Critique du volume manga
Publiée le Mardi, 29 Mai 2012
Soyons clairs de suite et dans les plus brefs délais. Sherlock Holmes et le Dr Watson, tels qu’ils sont écrits dans l’œuvre originale de Sir Conan Doyle, sont fait pour faire naitre les sous-entendus et les questions. La nature même de Holmes présuppose sa bisexualité latente puisque, même s’il semble amoureux d’Irène Adler, il ne peut s’empêcher ... certaines pensées. Cela est présent partout, dans toute l’œuvre de Doyle. Sa curiosité des choses, son amour du raffinement et de l’intelligence le poussent indubitablement à vouloir s’approprier Watson, son ami. Et c’est lorsque ce dernier quittera leur amitié exclusive pour une femme qu’Holmes réalise à quel point il est jaloux de cet état de fait. A cause d’un amour non avoué, d’un sens de la possessivité très poussé ? Ce n’est pas vraiment clair, toujours est-il que ce côté ambigu fait partie du personnage original et qu’il serait ridicule de le nier. Bien, et donc ce premier tome de la version coréenne des aventures de Sherlock Holmes ne déroge pas à la règle. Sous-entendus il y a, dans quelques très rares remarques ou regards. Mais strictement rien de plus, du moins pour l’instant et il serait très surprenant d’en découvrir plus par la suite. Ce n’est que cette ambiance un peu incertaine autour d’Holmes qui est rendue ici, avec brio et la légèreté nécessaire au titre. Point donc d’exagérations mal vues ou dérivées d’un esprit un peu tordu, que nenni. Seulement une version fidèle de ces deux personnages mythiques.

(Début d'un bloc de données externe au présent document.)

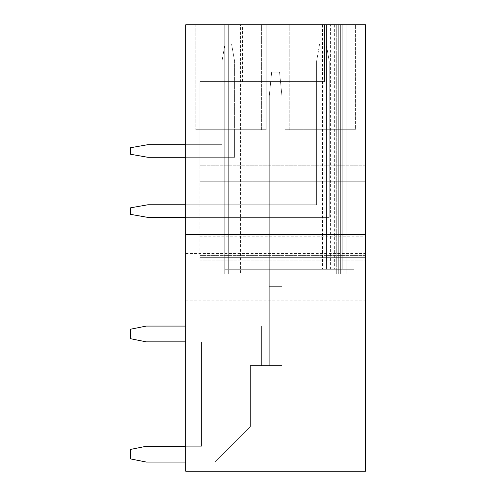 <?xml version="1.0" encoding="UTF-8"?>
<svg xmlns="http://www.w3.org/2000/svg" width="496" height="496" viewBox="0 0 496 496"><rect width="100%" height="100%" fill="white"/><g stroke="black" fill="none" stroke-linecap="round" stroke-linejoin="round"><path stroke-width="0.37" stroke-dasharray="2.48 1.86" d="M365.515 24.8L185.696 24.8L185.696 471.2L365.515 471.2L365.515 24.8L324.502 24.8L324.502 81.586L199.888 81.586L199.888 165.187L199.888 81.586L324.502 81.586L324.502 24.8L365.515 24.8L365.515 165.187L365.515 24.8M266.141 24.8L195.79 24.8L266.141 24.8L195.79 24.8L266.141 24.8L266.141 129.698L195.79 129.698L266.141 129.698L266.141 24.8L266.141 129.698L195.79 129.698L266.141 129.698L266.141 24.8L266.141 129.698L261.411 129.698L266.141 129.698L266.141 24.8M355.421 24.8L285.07 24.8L355.421 24.8L285.07 24.8L355.421 24.8L355.421 129.698L285.07 129.698L285.07 24.8L289.8 24.8L285.07 24.8L285.07 129.698L355.421 129.698L285.07 129.698L285.07 24.8L285.07 129.698L355.421 129.698L355.421 24.8M342.246 24.8L228.675 24.8L326.473 24.8L326.473 269.297L326.473 24.8L326.473 269.297L326.473 24.8L326.473 269.297L326.473 24.8L354.082 24.8L331.998 24.8L335.941 24.8L335.941 274.028L224.731 274.028L340.671 274.028L340.671 24.8L346.189 24.8L335.941 24.8L335.941 274.028L224.731 274.028L354.082 274.028L354.082 24.8L338.303 24.8L338.303 274.028L346.189 274.028L346.189 24.8L354.082 24.8L338.303 24.8L338.303 274.028L354.082 274.028L346.189 274.028L346.189 24.8L354.082 24.8L354.082 274.028L354.082 24.8L354.082 274.028L335.941 274.028L354.082 274.028L346.189 274.028L354.082 274.028L346.189 274.028L346.189 24.8L224.731 24.8L338.303 24.8L338.303 274.028L338.303 24.8L338.303 269.297L338.303 24.8L338.303 269.297L354.082 269.297L354.082 24.8L354.082 274.028L354.082 24.8L354.082 274.028L354.082 24.8L354.082 269.297L346.189 269.297L346.189 24.8L346.189 274.028L346.189 24.8L346.189 274.028L346.189 24.8L346.189 274.028L340.671 274.028L340.671 24.8L346.189 24.8L346.189 274.028L346.189 24.8L346.189 274.028L346.189 24.8L346.189 274.028L346.189 24.8L346.189 274.028L346.189 24.8L346.189 269.297L338.303 269.297L338.303 24.8L338.303 269.297L346.189 269.297L346.189 24.8L346.189 269.297L224.731 269.297L224.731 24.8L336.728 24.8L336.728 274.028L336.728 24.8L228.675 24.8L338.303 24.8L338.303 269.297L338.303 24.8L338.303 269.297L354.082 269.297L354.082 24.8L354.082 269.297L346.189 269.297L346.189 24.8L346.189 269.297L334.36 269.297L346.189 269.297L346.189 24.8L346.189 269.297L228.675 269.297L338.303 269.297L338.303 24.8L338.303 269.297L354.082 269.297L354.082 24.8L354.082 269.297L346.189 269.297L346.189 24.8L346.189 269.297L338.303 269.297L338.303 24.8L338.303 269.297L342.246 269.297L224.731 269.297L334.36 269.297L224.731 269.297L224.731 24.8L224.731 274.028L224.731 24.8L224.731 274.028L224.731 24.8L224.731 269.297L228.675 269.297L228.675 24.8L224.731 24.8L224.731 269.297L224.731 24.8L224.731 269.297L228.675 269.297L228.675 24.8L228.675 274.028L228.675 24.8L228.675 269.297L228.675 24.8L228.675 269.297L228.675 24.8L346.189 24.8L346.189 269.297L346.189 24.8L346.189 269.297L342.246 269.297L346.189 269.297L346.189 24.8L346.189 269.297L346.189 24.8L346.189 269.297L346.189 24.8L338.303 24.8L342.246 24.8L342.246 269.297L342.246 24.8M331.998 24.8L224.731 24.8L240.51 24.8L240.51 274.028L240.51 24.8L331.998 24.8L331.998 274.028L331.998 24.8M267.716 24.8L292.956 24.8L267.716 24.8M365.515 181.747L365.515 255.397L365.515 181.747L199.888 181.747L199.888 165.187L199.888 260.127L199.888 181.747L365.515 181.747M365.515 257.647L365.515 236.17L365.515 257.647L199.888 257.647L365.515 257.647M365.515 277.183L365.515 253.518L365.515 277.183M185.696 277.183L185.696 253.518L185.696 277.183M185.696 462.049L214.873 462.049L250.368 426.56L250.368 365.515L281.914 365.515L281.914 95.784L281.914 365.515L261.411 365.515L281.914 365.515L281.914 286.645L269.297 286.645L269.297 274.028L281.914 274.028L281.914 365.515L261.411 365.515L281.914 365.515L281.914 286.645L269.297 286.645L269.297 269.297L281.914 269.297L281.914 365.515L261.411 365.515L281.914 365.515L281.914 286.645L281.914 365.515L261.411 365.515L281.914 365.515L269.297 365.515L269.297 269.297L281.914 269.297L281.914 365.515L261.411 365.515L281.914 365.515L281.914 286.645L269.297 286.645L269.297 269.297L281.914 269.297L281.914 365.515L281.914 286.645L269.297 286.645L269.297 274.028L281.914 274.028L281.914 365.515L269.297 365.515L269.297 326.083L146.258 326.083L130.485 329.232L130.485 338.7L146.258 341.856L201.469 341.856L185.696 341.856L201.469 341.856L185.696 341.856L201.469 341.856L185.696 341.856L201.469 341.856L185.696 341.856L201.469 341.856L185.696 341.856L201.469 341.856L201.469 446.276L146.258 446.276L130.485 449.432L130.485 458.899L146.258 462.049L214.873 462.049L185.696 462.049L214.873 462.049L185.696 462.049L214.873 462.049L185.696 462.049L214.873 462.049L185.696 462.049L214.873 462.049L185.696 462.049L185.696 446.276L185.696 462.049L185.696 446.276L185.696 462.049L185.696 446.276L185.696 462.049L185.696 446.276L185.696 462.049L185.696 446.276L185.696 462.049L214.873 462.049L250.368 426.56L250.368 365.515L261.411 365.515L261.411 326.083L185.696 326.083L185.696 341.856L185.696 326.083L185.696 341.856L185.696 326.083L185.696 341.856L185.696 326.083L185.696 341.856L185.696 326.083L185.696 341.856L185.696 326.083L261.411 326.083L146.258 326.083L130.485 329.232L130.485 338.7L146.258 341.856L201.469 341.856L201.469 446.276L146.258 446.276L130.485 449.432L130.485 458.899L146.258 462.049L214.873 462.049L250.368 426.56L250.368 365.515L261.411 365.515L261.411 326.083L146.258 326.083L130.485 329.232L130.485 338.7L146.258 341.856L201.469 341.856L201.469 446.276L146.258 446.276L130.485 449.432L130.485 458.899L146.258 462.049L214.873 462.049L250.368 426.56L250.368 365.515L261.411 365.515L261.411 326.083L146.258 326.083L130.485 329.232L130.485 338.7L146.258 341.856L201.469 341.856L201.469 446.276L146.258 446.276L130.485 449.432L130.485 458.899L146.258 462.049L214.873 462.049L250.368 426.56L250.368 365.515L261.411 365.515L261.411 326.083L146.258 326.083L130.485 329.232L130.485 338.7L146.258 341.856L201.469 341.856L201.469 446.276L146.258 446.276L130.485 449.432L130.485 458.899L146.258 462.049L214.873 462.049L250.368 426.56L250.368 365.515L261.411 365.515L261.411 326.083L146.258 326.083L130.485 329.232L130.485 338.7L146.258 341.856L201.469 341.856L201.469 446.276L146.258 446.276L130.485 449.432L130.485 458.899L146.258 462.049L214.873 462.049L250.368 426.56L250.368 365.515L261.411 365.515L261.411 326.083L146.258 326.083L130.485 329.232L130.485 338.7L146.258 341.856L201.469 341.856L201.469 446.276L146.258 446.276L130.485 449.432L130.485 458.899L146.258 462.049L214.873 462.049L250.368 426.56L250.368 365.515L261.411 365.515L261.411 326.083L146.258 326.083L130.485 329.232L130.485 338.7L146.258 341.856L201.469 341.856L201.469 446.276L146.258 446.276L130.485 449.432L130.485 458.899L146.258 462.049L214.873 462.049L250.368 426.56L250.368 365.515L261.411 365.515L261.411 326.083L146.258 326.083L130.485 329.232L130.485 338.7L146.258 341.856L201.469 341.856L201.469 446.276L146.258 446.276L130.485 449.432L130.485 458.899L146.258 462.049L214.873 462.049L250.368 426.56L250.368 365.515L261.411 365.515L261.411 326.083L185.696 326.083M185.696 217.397L329.232 217.397L185.696 217.397L329.232 217.397L185.696 217.397L185.696 204.78L185.696 217.397L185.696 204.78L185.696 217.397L329.232 217.397L329.232 129.698L316.615 129.698L316.615 204.78L147.839 204.78L130.485 207.836L130.485 214.34L147.839 217.397L329.232 217.397L329.232 129.698L316.615 129.698L316.615 204.78L147.839 204.78L130.485 207.836L130.485 214.34L147.839 217.397L329.232 217.397L329.232 129.698L316.615 129.698L316.615 204.78L185.696 204.78M185.696 157.3L234.589 157.3L185.696 157.3L234.589 157.3L185.696 157.3L185.696 144.683L185.696 157.3L185.696 144.683L185.696 157.3L234.589 157.3L234.589 129.698L221.972 129.698L221.972 144.683L147.839 144.683L130.485 147.74L130.485 154.244L147.839 157.3L234.589 157.3L234.589 129.698L221.972 129.698L221.972 144.683L147.839 144.683L130.485 147.74L130.485 154.244L147.839 157.3L234.589 157.3L234.589 129.698L221.972 129.698L221.972 144.683L185.696 144.683M185.696 234.589L365.515 234.589M340.671 24.8L340.671 274.028L340.671 24.8M335.941 24.8L335.941 274.028L335.941 24.8M269.297 274.028L281.914 274.028L269.297 274.028L269.297 326.083L261.411 326.083L281.914 326.083L261.411 326.083L281.914 326.083L261.411 326.083L281.914 326.083L261.411 326.083L281.914 326.083L261.411 326.083L281.914 326.083L261.411 326.083L281.914 326.083L261.411 326.083L281.914 326.083L261.411 326.083L281.914 326.083L261.411 326.083L281.914 326.083L269.297 326.083L269.297 365.515L269.297 286.645L269.297 365.515L269.297 286.645L269.297 365.515L269.297 286.645L269.297 365.515L269.297 286.645L269.297 365.515L261.411 365.515L261.411 326.083L281.914 326.083L269.297 326.083L269.297 307.942L269.297 365.515L269.297 286.645L269.297 365.515L261.411 365.515L261.411 326.083L261.411 365.515L261.411 326.083L261.411 365.515L261.411 326.083L261.411 365.515L261.411 326.083L261.411 365.515L261.411 326.083L261.411 365.515L250.368 365.515L281.914 365.515L281.914 307.942L269.297 307.942L269.297 365.515L269.297 95.784L269.297 365.515L250.368 365.515L281.914 365.515L269.297 365.515L269.297 95.784L271.659 72.125L269.297 95.784L269.297 307.942L281.914 307.942L269.297 307.942L281.914 307.942L269.297 307.942L281.914 307.942L269.297 307.942L281.914 307.942L269.297 307.942L281.914 307.942L269.297 307.942L281.914 307.942L269.297 307.942L281.914 307.942L269.297 307.942L281.914 307.942L281.914 365.515L281.914 274.028L281.914 286.645L269.297 286.645L269.297 95.784L271.659 72.125L269.297 95.784L269.297 307.942L281.914 307.942L281.914 365.515L250.368 365.515L281.914 365.515L281.914 286.645L269.297 286.645L269.297 95.784L271.659 72.125L269.297 95.784L269.297 307.942L281.914 307.942L269.297 307.942L281.914 307.942L281.914 365.515L269.297 365.515L269.297 95.784L271.659 72.125L269.297 95.784L269.297 286.645L281.914 286.645L269.297 286.645L269.297 269.297L281.914 269.297L269.297 269.297L281.914 269.297L281.914 286.645L269.297 286.645L281.914 286.645L269.297 286.645L281.914 286.645L281.914 269.297L281.914 286.645L269.297 286.645L269.297 269.297L269.297 286.645L281.914 286.645L269.297 286.645L281.914 286.645L269.297 286.645L281.914 286.645L269.297 286.645L281.914 286.645L269.297 286.645L269.297 274.028M285.07 24.8L285.07 129.698L285.07 24.8M195.79 24.8L195.79 129.698L195.79 24.8M329.232 129.698L316.615 129.698L316.615 204.78L147.839 204.78L130.485 207.836L130.485 214.34L147.839 217.397L329.232 217.397L329.232 129.698M234.589 129.698L221.972 129.698L221.972 144.683L147.839 144.683L130.485 147.74L130.485 154.244L147.839 157.3L234.589 157.3L234.589 129.698M267.716 81.586L292.956 81.586L267.716 81.586M365.515 165.187L199.888 165.187L365.515 165.187M185.696 341.856L201.469 341.856L201.469 446.276L185.696 446.276M281.914 286.645L269.297 286.645L281.914 286.645L269.297 286.645L281.914 286.645L269.297 286.645L281.914 286.645L281.914 307.942L281.914 286.645L269.297 286.645L281.914 286.645L281.914 95.784L279.546 72.125L271.659 72.125L269.297 95.784L271.659 72.125L279.546 72.125L271.659 72.125L279.546 72.125L271.659 72.125L279.546 72.125L271.659 72.125L279.546 72.125L271.659 72.125L279.546 72.125L281.914 95.784L281.914 286.645L269.297 286.645L281.914 286.645L269.297 286.645L281.914 286.645L281.914 95.784L279.546 72.125L281.914 95.784L281.914 286.645L269.297 286.645L281.914 286.645L281.914 307.942L281.914 286.645L269.297 286.645L281.914 286.645L281.914 95.784L279.546 72.125L281.914 95.784L281.914 286.645L269.297 286.645L269.297 365.515L250.368 365.515L281.914 365.515L281.914 286.645L269.297 286.645L281.914 286.645L281.914 95.784L279.546 72.125L281.914 95.784L281.914 286.645M250.368 426.56L250.368 365.515L261.411 365.515L250.368 365.515L250.368 426.56L250.368 365.515L250.368 426.56L250.368 365.515L250.368 426.56L250.368 365.515L250.368 426.56L250.368 365.515L250.368 426.56L214.873 462.049L250.368 426.56M201.469 341.856L201.469 446.276L201.469 341.856M281.914 95.784L279.546 72.125L281.914 95.784M316.615 61.237L316.615 204.78L316.615 61.237L316.615 204.78L316.615 61.237L319.678 43.884L316.615 61.237M326.176 43.884L319.678 43.884L326.176 43.884L319.678 43.884L326.176 43.884L329.232 61.237L326.176 43.884M329.232 217.397L329.232 61.237L329.232 217.397M221.972 61.237L221.972 144.683L221.972 61.237L221.972 144.683L221.972 61.237L225.035 43.884L221.972 61.237M231.533 43.884L225.035 43.884L231.533 43.884L225.035 43.884L231.533 43.884L234.589 61.237L231.533 43.884M234.589 157.3L234.589 61.237L234.589 157.3M322.53 24.8L322.53 269.297M330.417 269.297L330.417 24.8M334.36 24.8L334.36 269.297M365.515 255.397L199.888 255.397L365.515 255.397M289.8 129.698L289.8 24.8L289.8 129.698M261.411 129.698L261.411 24.8L261.411 129.698M185.696 300.843L365.515 300.843M185.696 253.518L365.515 253.518M292.956 81.586L292.956 24.8M242.482 81.586L242.482 24.8M199.888 260.127L365.515 260.127L199.888 260.127M199.888 236.17L365.515 236.17"/><path stroke-width="0.74" d="M365.515 234.589L365.515 24.8L185.696 24.8L185.696 471.2L365.515 471.2L365.515 234.589L185.696 234.589M185.696 446.276L146.258 446.276L130.485 449.432L130.485 458.899L146.258 462.049L185.696 462.049M185.696 326.083L146.258 326.083L130.485 329.232L130.485 338.7L146.258 341.856L185.696 341.856M185.696 204.78L147.839 204.78L130.485 207.836L130.485 214.34L147.839 217.397L185.696 217.397M185.696 144.683L147.839 144.683L130.485 147.74L130.485 154.244L147.839 157.3L185.696 157.3"/></g></svg>

L’histoire, qui en a besoin, dans les grandes lignes ? On a ici simplement besoin de savoir que l’on se situe à l’aube du mariage entre Watson et sa belle, et que l’auteur nous plonge dans une intrigue autour d’un mariage, justement. Une mariée qui disparait sans raison, voilà bien quelque chose d’étrange ... L’auteur nous entraine doucement mais sûrement vers la vérité, avec la lenteur nécessaire à un premier tome qui nous emmène ainsi doucement dans son univers. On découvre avec calme et plaisir l’ambiance crée. Tout à fait fidèle à l’époque, que ce soit par les costumes ou les décors ... Seuls quelques anachronismes se sont glissés dans le discours d’Holmes ou de Watson, histoire d’ajouter un petit humour qui marche aussi très bien quand ils partent dans un débat sur le contenu d’une bulle de narration ... Un peu d’humour qui aurait pu nous déstabiliser mais qui, bien dosé, réussit plutôt bien son œuvre. Les personnages à présent. Comme dit plus haut, Holmes est très bien rendu dans son côté ambigu et dans l’intelligence, le cynisme, l’égoïsme et la hauteur dont il fait preuve au quotidien. Mais aussi dans sa fragilité, dans sa folie manifeste qui pointe alors que personne ne la comprend. Chaque don a sa répartie, et on sent qu’Holmes pèse un fardeau au quotidien, quelque chose qui l’enchaine et le fragilise sans cesse. Watson est tout à fait dévoué, attentif et perspicace quand il le faut. En d’autres termes, nos deux héros se complètent parfaitement et recréent à merveille le duo connu et reconnu sur de très diverses adaptations.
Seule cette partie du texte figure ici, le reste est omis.